Practical exposure tips

  • Distance during heavy radio use. Use speakerphone/air-tube; don’t clamp the phone to your head during long calls, especially in poor signal.

  • Cut duty cycle. Download-then-read; message instead of long streaming while the phone is against the body.

  • Avoid detuning. Don’t stick metal plates/magnets over antenna areas—this can force higher transmit power.

  • Indoors: prefer wired or Li-Fi for high-duty tasks; keep high-duty RF away from where children learn and sleep.


The RFSafe position

  • Physics, not opinion. Phonegate’s “≈ 7× at 0 mm” is physics applied to regulators’ own inputs. Independent 2 mm tests have already shown the same trend.

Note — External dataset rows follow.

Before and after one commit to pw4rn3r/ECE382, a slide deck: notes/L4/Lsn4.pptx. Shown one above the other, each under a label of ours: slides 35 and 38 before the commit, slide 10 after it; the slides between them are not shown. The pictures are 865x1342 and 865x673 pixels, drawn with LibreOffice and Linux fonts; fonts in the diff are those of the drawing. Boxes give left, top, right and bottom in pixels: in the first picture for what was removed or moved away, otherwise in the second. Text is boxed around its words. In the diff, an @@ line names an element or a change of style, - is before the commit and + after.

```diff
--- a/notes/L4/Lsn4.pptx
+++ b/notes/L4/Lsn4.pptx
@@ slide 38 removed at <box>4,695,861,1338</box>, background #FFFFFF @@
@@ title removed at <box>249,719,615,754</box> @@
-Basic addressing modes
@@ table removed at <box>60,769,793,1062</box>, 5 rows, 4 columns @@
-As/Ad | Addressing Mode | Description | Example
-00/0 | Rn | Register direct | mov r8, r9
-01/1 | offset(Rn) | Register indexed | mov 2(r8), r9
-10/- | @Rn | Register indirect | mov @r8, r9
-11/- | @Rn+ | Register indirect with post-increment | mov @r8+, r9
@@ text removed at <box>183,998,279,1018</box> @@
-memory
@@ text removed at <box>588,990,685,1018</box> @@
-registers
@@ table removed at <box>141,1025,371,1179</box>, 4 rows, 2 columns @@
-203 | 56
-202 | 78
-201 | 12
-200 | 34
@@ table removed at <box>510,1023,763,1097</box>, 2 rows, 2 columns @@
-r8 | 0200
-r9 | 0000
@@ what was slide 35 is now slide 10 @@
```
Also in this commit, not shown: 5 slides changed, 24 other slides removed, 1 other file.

  • Policy must catch up. After a federal court called the FCC’s retention of old limits arbitrary and capricious, it’s unreasonable to treat 5–15 mm compliance as sufficient public-health protection.

  • Call to action:

    1. Publish 0 mm SAR alongside certified values, per model/band.

    2. Update standards to reflect signal structure (pulsing/modulation) and continuous, real-world use.

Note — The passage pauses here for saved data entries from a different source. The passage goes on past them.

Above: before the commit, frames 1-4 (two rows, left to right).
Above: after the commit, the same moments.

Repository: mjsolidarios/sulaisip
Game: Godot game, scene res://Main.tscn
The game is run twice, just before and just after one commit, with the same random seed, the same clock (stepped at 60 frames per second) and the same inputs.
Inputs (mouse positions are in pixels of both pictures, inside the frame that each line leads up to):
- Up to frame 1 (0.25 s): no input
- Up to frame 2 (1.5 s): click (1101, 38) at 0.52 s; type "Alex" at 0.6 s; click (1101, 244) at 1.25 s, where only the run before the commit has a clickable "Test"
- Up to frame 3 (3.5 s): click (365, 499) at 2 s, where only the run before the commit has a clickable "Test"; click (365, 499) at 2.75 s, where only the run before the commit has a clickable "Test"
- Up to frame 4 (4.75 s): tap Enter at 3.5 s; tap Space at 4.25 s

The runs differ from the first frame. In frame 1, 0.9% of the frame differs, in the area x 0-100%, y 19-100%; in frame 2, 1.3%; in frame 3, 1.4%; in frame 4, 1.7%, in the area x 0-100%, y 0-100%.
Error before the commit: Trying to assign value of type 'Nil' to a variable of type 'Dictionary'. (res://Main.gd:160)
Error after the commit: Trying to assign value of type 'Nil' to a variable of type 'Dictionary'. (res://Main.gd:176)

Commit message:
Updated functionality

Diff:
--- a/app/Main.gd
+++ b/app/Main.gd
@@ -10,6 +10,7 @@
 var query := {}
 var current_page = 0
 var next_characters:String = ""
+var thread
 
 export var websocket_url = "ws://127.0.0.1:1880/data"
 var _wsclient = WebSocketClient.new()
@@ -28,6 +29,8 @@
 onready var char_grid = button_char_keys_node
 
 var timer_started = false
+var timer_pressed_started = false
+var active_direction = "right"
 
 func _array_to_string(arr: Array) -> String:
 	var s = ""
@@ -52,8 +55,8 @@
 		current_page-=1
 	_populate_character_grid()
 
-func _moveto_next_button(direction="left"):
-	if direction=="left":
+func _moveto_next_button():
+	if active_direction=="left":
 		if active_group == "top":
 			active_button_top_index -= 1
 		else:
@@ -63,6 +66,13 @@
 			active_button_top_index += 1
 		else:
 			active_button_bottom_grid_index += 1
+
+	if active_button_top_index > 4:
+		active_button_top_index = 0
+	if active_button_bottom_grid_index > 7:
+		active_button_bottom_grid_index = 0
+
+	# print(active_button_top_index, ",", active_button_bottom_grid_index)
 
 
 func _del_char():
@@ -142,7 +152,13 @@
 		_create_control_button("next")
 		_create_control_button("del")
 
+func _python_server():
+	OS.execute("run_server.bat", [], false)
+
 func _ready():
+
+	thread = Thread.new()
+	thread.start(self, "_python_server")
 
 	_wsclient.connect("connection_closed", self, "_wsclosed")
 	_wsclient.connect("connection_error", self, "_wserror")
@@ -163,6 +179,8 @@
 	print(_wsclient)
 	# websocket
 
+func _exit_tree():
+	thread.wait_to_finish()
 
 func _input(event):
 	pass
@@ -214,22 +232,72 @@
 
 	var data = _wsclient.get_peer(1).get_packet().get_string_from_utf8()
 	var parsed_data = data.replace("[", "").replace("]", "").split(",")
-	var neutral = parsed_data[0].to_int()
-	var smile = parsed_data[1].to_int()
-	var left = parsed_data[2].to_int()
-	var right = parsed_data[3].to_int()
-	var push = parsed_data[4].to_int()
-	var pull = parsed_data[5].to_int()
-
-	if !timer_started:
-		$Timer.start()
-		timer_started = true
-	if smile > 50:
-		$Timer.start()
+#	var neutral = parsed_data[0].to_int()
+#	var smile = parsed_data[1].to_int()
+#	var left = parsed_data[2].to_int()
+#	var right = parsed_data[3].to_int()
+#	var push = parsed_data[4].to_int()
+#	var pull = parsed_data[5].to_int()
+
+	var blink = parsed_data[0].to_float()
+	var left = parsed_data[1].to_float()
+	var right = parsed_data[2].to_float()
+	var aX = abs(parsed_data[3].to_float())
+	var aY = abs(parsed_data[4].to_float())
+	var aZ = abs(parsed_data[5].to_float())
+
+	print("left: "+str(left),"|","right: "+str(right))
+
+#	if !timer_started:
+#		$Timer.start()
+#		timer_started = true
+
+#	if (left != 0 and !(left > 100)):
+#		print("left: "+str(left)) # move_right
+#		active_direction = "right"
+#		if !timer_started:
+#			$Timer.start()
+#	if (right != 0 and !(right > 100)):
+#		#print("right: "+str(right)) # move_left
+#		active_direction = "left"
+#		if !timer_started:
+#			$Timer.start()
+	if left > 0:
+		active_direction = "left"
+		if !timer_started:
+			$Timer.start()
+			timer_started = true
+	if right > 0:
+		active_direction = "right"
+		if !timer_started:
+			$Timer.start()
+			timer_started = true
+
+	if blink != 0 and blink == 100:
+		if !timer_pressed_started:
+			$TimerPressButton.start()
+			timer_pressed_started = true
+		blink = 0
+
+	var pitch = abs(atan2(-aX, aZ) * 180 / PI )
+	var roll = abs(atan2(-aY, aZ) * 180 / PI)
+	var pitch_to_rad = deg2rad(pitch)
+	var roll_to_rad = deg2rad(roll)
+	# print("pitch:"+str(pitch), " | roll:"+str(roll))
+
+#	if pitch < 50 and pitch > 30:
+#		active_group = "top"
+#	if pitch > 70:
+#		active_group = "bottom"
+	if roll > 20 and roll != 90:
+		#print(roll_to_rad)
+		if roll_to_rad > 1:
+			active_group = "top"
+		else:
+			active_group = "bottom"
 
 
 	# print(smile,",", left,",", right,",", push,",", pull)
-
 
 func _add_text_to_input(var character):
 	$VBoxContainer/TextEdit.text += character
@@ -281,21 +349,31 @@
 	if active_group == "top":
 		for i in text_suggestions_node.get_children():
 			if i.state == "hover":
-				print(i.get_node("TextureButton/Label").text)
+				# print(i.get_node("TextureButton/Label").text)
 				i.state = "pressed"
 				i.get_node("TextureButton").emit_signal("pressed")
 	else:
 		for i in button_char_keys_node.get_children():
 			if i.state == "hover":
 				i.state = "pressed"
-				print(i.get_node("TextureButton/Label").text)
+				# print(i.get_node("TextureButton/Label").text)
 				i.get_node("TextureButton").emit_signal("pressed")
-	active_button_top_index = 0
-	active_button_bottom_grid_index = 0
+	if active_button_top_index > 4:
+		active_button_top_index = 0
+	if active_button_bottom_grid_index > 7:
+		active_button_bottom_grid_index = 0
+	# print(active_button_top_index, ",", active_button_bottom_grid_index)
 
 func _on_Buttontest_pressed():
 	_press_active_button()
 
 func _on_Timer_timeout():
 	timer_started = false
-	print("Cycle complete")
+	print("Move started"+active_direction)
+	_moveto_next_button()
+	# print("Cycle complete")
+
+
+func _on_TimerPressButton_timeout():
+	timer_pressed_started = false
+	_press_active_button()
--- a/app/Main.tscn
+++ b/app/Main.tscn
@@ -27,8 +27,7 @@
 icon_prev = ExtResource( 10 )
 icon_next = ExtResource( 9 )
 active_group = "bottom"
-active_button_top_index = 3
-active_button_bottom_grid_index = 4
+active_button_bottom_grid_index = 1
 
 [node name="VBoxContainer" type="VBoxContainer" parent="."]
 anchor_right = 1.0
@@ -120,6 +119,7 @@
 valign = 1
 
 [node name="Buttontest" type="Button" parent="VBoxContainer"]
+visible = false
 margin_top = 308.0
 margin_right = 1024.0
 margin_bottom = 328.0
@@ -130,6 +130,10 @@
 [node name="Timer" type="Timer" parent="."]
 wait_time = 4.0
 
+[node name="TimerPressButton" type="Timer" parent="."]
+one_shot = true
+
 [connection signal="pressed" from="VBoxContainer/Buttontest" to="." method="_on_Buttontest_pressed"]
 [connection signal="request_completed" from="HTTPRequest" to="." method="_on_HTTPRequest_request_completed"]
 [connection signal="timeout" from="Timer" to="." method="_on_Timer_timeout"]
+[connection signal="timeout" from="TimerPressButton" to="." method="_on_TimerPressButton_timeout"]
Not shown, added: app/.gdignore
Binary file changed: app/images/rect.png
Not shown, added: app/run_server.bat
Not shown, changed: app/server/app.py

    3. Prefer wired/Li-Fi indoors and remove high-duty RF from classrooms/bedrooms.


Appendix: quick read of the FCC tables

  • iPhone 17 family: Head SAR ≈ 1.19 W/kg (cellular only), Body-worn ≈ 1.16–1.19 W/kg @ 5 mm, Simultaneous TX (cell+Wi-Fi) ≈ 1.53–1.60 W/kg.

  • Extremities (10-g) @ 0 mm: ~2.7–2.9 W/kg (below the 4 W/kg limit).

  • Above 6 GHz PD (over 4 cm², 30 min): ~0.68–0.69 mW/cm² (below the 1.0 mW/cm² limit).

Takeaway: compliance on paper does not tell you the contact number you actually care about. Until Apple and regulators publish 0 mm values, consumers will keep having to rely on independent physics-based estimates (like Phonegate’s) to understand real-use exposure.

Apple iPhone 17 Pro Max SAR Level Summary: The cellular transmission SAR values for the Apple iPhone 17 Pro Max (FCC ID BCG-E8950A) are 1.19 W/kg (watts per kilogram) at the head and 1.19 W/kg when worn on the body. The hotspot/Airplay SAR level is 1.19 W/kg. The simultaneous transmission SAR values for iPhone 17 Pro Max (cellular plus Wi-Fi) is 1.58 W/kg at the head, 1.59 W/kg when worn on the body, and 1.59 W/kg when used as a hotspot simultaneously with other transmitters active.

Apple iPhone 17 Air SAR Level Summary: The cellular transmission SAR values for the Apple iPhone 17 Air (FCC ID BCG-E8948A) are 1.19 W/kg at the head and 1.19 W/kg when worn on the body. The hotspot/Airplay SAR level is 1.19 W/kg. The simultaneous transmission SAR values for iPhone 17 Air (cellular + Wi-Fi) is 1.58 W/kg at the head, 1.58 W/kg when worn on the body, and 1.60 W/kg when used as a hotspot simultaneously.

Apple iPhone 17 Pro SAR Level Summary: The cellular transmission SAR values for the Apple iPhone 17 Pro (FCC ID BCG-E8949A) are 1.19 W/kg at the head and 1.19 W/kg when worn on the body. The hotspot/Airplay SAR level is 1.19 W/kg. The simultaneous transmission SAR values for iPhone 17 Pro (cellular + Wi-Fi) is 1.59 W/kg at the head, 1.59 W/kg when worn on the body, and 1.59 W/kg when used as a hotspot simultaneously.

Apple iPhone 17 SAR Level Summary: The cellular transmission SAR values for the Apple iPhone 17 (FCC ID BCG-E8947A) are 1.19 W/kg at the head and 1.16 W/kg when worn on the body. The hotspot/Airplay SAR level is 1.19 W/kg. The simultaneous transmission SAR values for iPhone 17 (cellular + Wi-Fi) is 1.53 W/kg at the head, 1.54 W/kg when worn on the body, and 1.54 W/kg when used as a hotspot simultaneously.